Evaluate the RTT and Tango measurements of our robot moving along given trajectories in BC329, at EPFL. See *experiments/robot_test* folder.

In [None]:
import math
import matplotlib.pyplot as plt
import numpy as np
import pandas as pd
import seaborn as sns

import os

%matplotlib notebook
%reload_ext autoreload
%autoreload 2

np.set_printoptions(precision=2)

In [None]:
#print(os.listdir('experiments/robot_test/'))

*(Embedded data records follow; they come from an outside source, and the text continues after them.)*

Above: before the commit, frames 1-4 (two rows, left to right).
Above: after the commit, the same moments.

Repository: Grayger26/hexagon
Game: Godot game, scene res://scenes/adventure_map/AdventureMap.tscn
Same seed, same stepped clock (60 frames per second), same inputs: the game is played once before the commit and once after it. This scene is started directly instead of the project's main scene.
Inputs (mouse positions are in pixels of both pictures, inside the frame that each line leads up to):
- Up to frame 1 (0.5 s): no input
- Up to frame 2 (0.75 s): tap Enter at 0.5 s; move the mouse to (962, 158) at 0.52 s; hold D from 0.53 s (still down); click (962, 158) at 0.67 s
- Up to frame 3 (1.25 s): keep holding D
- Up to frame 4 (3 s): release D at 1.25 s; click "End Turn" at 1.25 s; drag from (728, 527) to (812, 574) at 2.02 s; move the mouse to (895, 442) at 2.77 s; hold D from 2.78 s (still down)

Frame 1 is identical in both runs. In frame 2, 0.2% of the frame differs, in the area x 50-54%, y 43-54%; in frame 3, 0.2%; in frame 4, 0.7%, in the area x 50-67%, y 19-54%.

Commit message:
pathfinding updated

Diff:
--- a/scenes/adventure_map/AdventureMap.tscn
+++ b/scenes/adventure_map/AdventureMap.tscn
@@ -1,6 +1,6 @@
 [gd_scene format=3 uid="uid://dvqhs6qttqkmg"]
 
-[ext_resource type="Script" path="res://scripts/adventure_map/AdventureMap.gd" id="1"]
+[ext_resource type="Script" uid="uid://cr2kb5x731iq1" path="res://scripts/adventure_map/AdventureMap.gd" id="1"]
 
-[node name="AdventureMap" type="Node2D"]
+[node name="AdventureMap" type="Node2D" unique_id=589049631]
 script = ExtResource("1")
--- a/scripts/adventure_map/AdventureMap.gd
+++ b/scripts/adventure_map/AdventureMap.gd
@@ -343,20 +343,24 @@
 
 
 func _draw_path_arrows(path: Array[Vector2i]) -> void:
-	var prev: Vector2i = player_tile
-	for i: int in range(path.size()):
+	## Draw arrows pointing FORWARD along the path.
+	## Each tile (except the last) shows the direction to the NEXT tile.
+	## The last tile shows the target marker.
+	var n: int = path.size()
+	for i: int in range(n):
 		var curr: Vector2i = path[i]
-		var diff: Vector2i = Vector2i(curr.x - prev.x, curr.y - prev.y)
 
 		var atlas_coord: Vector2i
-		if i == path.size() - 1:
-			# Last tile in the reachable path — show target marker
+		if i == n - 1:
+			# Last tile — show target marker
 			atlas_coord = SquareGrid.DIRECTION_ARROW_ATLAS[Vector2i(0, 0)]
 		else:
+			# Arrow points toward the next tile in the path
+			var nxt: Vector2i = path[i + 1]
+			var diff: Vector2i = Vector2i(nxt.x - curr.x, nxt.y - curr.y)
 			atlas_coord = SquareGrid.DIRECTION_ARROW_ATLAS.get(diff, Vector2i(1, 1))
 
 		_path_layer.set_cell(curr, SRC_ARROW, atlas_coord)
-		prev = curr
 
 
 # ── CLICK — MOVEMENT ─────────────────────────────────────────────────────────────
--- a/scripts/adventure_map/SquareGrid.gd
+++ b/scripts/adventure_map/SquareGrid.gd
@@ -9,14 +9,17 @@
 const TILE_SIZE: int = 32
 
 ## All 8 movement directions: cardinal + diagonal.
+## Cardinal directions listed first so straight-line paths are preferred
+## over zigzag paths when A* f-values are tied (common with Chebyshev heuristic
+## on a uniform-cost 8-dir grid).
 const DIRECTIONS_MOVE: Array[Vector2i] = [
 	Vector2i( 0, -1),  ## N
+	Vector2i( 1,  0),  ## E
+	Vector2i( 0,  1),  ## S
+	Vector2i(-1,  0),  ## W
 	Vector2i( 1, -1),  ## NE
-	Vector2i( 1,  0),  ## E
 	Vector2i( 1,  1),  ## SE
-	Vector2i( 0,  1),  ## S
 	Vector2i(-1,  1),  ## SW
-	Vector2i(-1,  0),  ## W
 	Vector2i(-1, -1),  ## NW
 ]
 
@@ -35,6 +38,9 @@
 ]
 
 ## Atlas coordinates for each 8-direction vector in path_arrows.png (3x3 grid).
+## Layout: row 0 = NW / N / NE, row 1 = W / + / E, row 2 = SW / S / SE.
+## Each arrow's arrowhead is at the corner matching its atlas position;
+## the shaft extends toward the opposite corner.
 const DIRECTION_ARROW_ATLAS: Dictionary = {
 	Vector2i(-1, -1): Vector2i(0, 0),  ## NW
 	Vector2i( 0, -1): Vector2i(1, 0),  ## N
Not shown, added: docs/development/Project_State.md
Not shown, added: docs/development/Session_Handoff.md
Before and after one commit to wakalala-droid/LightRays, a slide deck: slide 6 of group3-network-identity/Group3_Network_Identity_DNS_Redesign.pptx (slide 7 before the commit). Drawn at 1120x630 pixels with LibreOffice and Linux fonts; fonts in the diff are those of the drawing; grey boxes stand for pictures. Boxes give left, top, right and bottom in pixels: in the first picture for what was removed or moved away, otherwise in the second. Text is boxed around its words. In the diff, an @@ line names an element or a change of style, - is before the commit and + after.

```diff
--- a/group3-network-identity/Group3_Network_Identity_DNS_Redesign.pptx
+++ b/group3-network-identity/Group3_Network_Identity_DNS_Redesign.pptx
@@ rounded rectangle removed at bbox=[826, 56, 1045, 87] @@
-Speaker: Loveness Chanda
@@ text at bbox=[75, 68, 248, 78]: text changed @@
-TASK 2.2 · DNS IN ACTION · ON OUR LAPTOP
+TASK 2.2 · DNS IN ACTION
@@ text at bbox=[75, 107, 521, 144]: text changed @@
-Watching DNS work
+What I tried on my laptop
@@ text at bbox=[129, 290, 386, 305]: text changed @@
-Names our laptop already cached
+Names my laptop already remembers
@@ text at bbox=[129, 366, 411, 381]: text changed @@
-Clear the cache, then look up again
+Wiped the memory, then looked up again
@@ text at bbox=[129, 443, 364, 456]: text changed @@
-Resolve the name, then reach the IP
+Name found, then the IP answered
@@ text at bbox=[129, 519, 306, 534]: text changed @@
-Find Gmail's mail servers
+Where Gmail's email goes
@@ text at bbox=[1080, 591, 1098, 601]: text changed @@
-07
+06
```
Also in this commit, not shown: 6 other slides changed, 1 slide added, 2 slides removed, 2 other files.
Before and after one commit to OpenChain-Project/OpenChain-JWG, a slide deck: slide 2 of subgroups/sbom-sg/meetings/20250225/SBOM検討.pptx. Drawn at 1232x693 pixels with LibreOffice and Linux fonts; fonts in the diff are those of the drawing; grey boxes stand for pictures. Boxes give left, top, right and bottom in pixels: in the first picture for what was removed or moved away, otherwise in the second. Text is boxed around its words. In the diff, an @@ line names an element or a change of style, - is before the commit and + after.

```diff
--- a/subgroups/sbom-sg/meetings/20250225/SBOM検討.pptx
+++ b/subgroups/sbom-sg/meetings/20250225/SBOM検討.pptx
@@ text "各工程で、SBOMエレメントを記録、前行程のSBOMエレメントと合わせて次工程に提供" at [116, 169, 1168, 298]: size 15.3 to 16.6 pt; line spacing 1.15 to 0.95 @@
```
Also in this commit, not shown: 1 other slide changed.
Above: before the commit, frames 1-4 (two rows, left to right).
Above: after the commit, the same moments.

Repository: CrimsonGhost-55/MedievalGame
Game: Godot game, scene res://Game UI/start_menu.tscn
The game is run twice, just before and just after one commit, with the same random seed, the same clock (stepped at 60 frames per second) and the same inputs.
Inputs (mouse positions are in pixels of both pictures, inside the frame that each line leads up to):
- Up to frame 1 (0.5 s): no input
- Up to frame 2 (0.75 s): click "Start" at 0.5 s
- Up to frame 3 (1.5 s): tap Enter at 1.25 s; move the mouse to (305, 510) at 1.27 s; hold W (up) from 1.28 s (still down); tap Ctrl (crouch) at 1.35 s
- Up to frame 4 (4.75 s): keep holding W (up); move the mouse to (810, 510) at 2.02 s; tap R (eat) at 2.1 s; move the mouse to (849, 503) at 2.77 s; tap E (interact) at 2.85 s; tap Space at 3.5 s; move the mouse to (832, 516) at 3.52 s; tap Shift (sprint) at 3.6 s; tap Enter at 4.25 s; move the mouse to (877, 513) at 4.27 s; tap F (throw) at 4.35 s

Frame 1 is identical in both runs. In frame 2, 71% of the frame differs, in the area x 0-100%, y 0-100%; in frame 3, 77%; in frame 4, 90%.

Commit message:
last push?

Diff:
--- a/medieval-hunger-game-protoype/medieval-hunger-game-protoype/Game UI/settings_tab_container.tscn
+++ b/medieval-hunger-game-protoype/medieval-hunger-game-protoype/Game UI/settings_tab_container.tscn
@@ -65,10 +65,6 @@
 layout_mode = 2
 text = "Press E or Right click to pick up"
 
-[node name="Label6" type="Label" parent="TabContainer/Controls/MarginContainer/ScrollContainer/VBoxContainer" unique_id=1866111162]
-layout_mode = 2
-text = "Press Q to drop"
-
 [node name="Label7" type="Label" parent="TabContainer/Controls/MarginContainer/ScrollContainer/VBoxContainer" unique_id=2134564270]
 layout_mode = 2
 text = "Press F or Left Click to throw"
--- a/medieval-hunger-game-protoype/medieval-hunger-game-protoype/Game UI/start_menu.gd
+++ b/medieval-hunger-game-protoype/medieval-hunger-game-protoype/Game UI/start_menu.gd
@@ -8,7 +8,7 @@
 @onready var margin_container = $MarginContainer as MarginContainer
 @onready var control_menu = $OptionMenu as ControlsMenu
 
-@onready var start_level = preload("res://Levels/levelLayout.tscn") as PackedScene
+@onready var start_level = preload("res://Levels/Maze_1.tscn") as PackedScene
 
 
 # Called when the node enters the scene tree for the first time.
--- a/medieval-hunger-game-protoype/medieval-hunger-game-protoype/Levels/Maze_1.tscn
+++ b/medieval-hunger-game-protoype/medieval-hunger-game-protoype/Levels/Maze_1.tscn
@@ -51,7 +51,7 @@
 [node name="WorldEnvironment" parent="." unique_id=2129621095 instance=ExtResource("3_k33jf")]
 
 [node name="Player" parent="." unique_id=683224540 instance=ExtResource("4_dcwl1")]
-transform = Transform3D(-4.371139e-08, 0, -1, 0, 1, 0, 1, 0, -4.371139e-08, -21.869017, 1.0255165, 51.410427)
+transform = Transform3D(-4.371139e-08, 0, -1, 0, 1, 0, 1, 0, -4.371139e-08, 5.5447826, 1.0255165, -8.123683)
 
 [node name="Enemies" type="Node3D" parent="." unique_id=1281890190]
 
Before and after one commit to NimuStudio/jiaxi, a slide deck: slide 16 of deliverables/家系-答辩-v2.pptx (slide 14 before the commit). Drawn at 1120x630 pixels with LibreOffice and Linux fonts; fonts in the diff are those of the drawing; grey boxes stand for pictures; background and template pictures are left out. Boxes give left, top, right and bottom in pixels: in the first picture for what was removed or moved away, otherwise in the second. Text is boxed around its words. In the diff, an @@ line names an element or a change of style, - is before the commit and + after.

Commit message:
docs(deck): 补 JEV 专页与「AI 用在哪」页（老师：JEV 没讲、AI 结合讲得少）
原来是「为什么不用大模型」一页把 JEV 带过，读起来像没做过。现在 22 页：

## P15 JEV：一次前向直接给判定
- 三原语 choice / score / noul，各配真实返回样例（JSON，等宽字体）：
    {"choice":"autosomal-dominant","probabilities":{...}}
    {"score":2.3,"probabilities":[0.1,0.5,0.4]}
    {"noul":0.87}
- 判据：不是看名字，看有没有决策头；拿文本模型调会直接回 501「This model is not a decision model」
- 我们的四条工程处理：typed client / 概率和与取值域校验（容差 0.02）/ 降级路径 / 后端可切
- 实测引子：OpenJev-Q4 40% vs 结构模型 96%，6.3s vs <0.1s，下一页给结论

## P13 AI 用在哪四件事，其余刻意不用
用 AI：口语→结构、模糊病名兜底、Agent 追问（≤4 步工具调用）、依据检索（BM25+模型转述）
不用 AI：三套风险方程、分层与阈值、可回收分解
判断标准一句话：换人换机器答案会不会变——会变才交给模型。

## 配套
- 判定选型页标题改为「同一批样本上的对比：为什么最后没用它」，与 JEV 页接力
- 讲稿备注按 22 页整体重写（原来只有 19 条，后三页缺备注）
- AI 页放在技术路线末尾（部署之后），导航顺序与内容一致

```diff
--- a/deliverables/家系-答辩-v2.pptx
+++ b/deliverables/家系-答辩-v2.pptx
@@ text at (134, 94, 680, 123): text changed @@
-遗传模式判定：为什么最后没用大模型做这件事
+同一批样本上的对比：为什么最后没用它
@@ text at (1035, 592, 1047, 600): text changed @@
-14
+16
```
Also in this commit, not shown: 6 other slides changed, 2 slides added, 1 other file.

in_model =  ['circle2_double.csv', 
             'circle3_triple.csv', 
             'clover.csv',
             'eight2_double.csv', 
             'rounds.csv', 
             'straight1.csv', 
             'straight2.csv', 
             'straight3.csv', 
             'straight4.csv', 
             'straight5.csv', 
             'straight6.csv', 
             'triangle_double.csv']
     
out_of_model = ['pentagone_double.csv', 
                'walking.csv', 
                'stopping.csv',
                'walking_circle1.csv', 
                'walking_circle2.csv', 
                'walking_circle3.csv']


# TODO: currently we have analyzed only in_model. 
names = in_model
#names = out_of_model

datafile = 'experiments/robot_test/' + names[0]
anchorsfile = 'experiments/anchors.csv'

from global_variables import TANGO_SYSTEM_ID


In [None]:
from evaluate_dataset import read_anchors_df
anchors_df = read_anchors_df(anchorsfile)
anchors_df.head()

# Distance filtering

## Resampling

In [None]:
raise ValueError('Comment this out if you really want to regenerate results.')

from evaluate_dataset import resample, read_dataset
for name in names:#
    datafile = 'experiments/robot_test/' + name
    datafile_name = datafile.split('.')[0]
    resample_name = datafile_name + '_resampled.pkl'
    print('Creating new results.'.format(resample_name))

    data_df = read_dataset(datafile, anchors_df)
    tmax = data_df.timestamp.max()
    tmin = data_df.timestamp.min()
    resampled_df_rtt = resample(data_df, t_range=[tmin, tmax], t_delta=0.5, t_window=1.0, system_id='Range') 
    resampled_df_tango = resample(data_df, t_range=[tmin, tmax], t_delta=0.5, t_window=0.1, system_id='GT') 
    resampled_df = pd.concat((resampled_df_rtt, resampled_df_tango), ignore_index=True)
    resampled_df.sort_values(["timestamp", "anchor_name"], inplace=True)
    resampled_df.to_pickle(resample_name)
    print('Saved as', resample_name)

## Find calibration vs. trajectory times

In [None]:
%matplotlib notebook
from evaluate_dataset import read_correct_dataset

# hard-coded time indices of datasets where automatic detection did not work. 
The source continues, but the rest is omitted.